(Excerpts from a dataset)
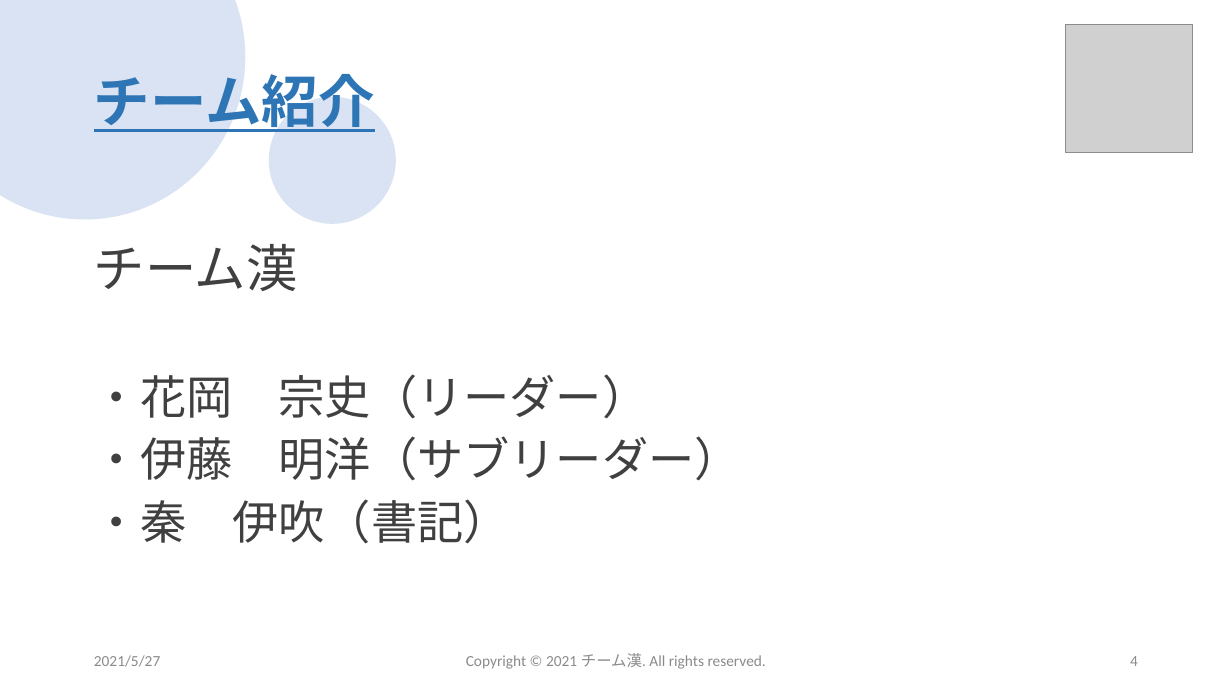
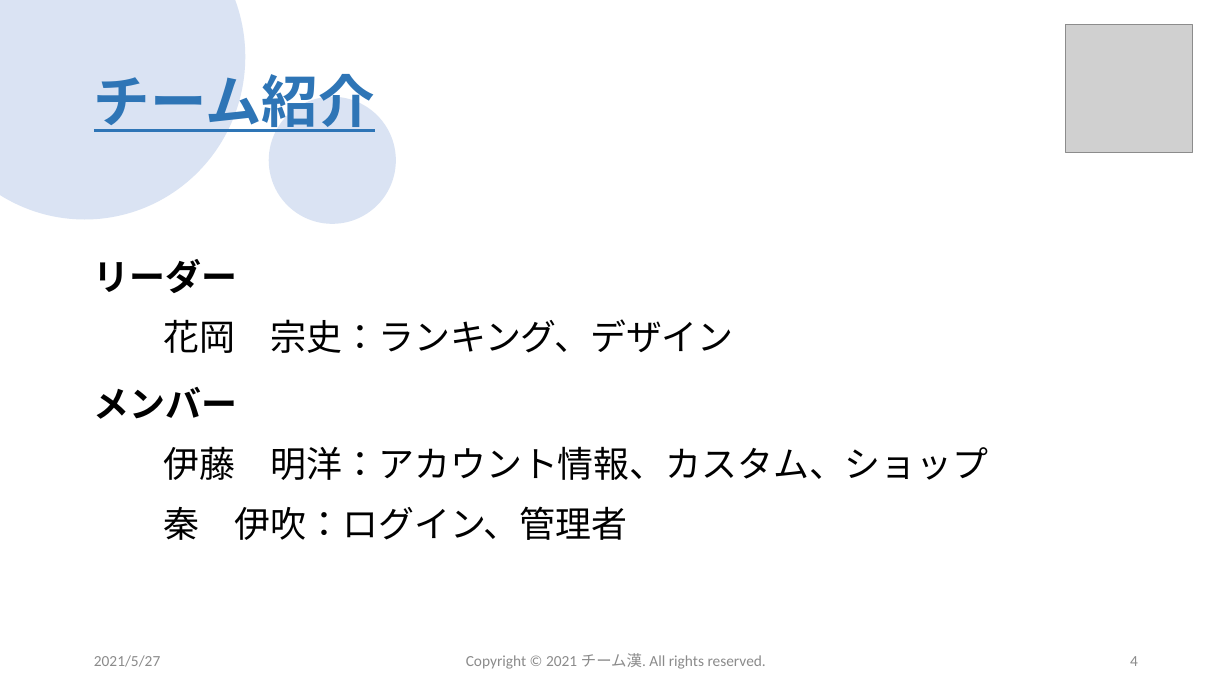
Before and after one commit to sss-sr2021/GUYS, a slide deck: slide 4 of 提出物/チーム漢_成果発表会プレゼン資料.pptx. Drawn at 1232x693 pixels with LibreOffice and Linux fonts; fonts in the diff are those of the drawing; grey boxes stand for pictures; background and template pictures are left out. Boxes give left, top, right and bottom in pixels: in the first picture for what was removed or moved away, otherwise in the second. Text is boxed around its words. In the diff, an @@ line names an element or a change of style, - is before the commit and + after.

```diff
--- a/提出物/チーム漢_成果発表会プレゼン資料.pptx
+++ b/提出物/チーム漢_成果発表会プレゼン資料.pptx
@@ text at [94, 259, 989, 540]: text changed; size 36 to 28 pt; text colour #404040 to #000000 @@
-チーム漢
-・花岡 宗史（リーダー）
-・伊藤 明洋（サブリーダー）
-・秦 伊吹（書記）
+リーダー
+  花岡 宗史：ランキング、デザイン
+メンバー
+  伊藤 明洋：アカウント情報、カスタム、ショップ
+  秦 伊吹：ログイン、管理者
```
Also in this commit, not shown: 8 other slides changed.

- _Aim of the exercise_: Look for the word "commit". Copy out every line of the data that has it.

- _Response for this exercise_:
Before and after one commit to sss-sr2021/GUYS, a slide deck: slide 4 of 提出物/チーム漢_成果発表会プレゼン資料.pptx. Drawn at 1232x693 pixels with LibreOffice and Linux fonts; fonts in the diff are those of the drawing; grey boxes stand for pictures; background and template pictures are left out. Boxes give left, top, right and bottom in pixels: in the first picture for what was removed or moved away, otherwise in the second. Text is boxed around its words. In the diff, an @@ line names an element or a change of style, - is before the commit and + after.
Also in this commit, not shown: 8 other slides changed.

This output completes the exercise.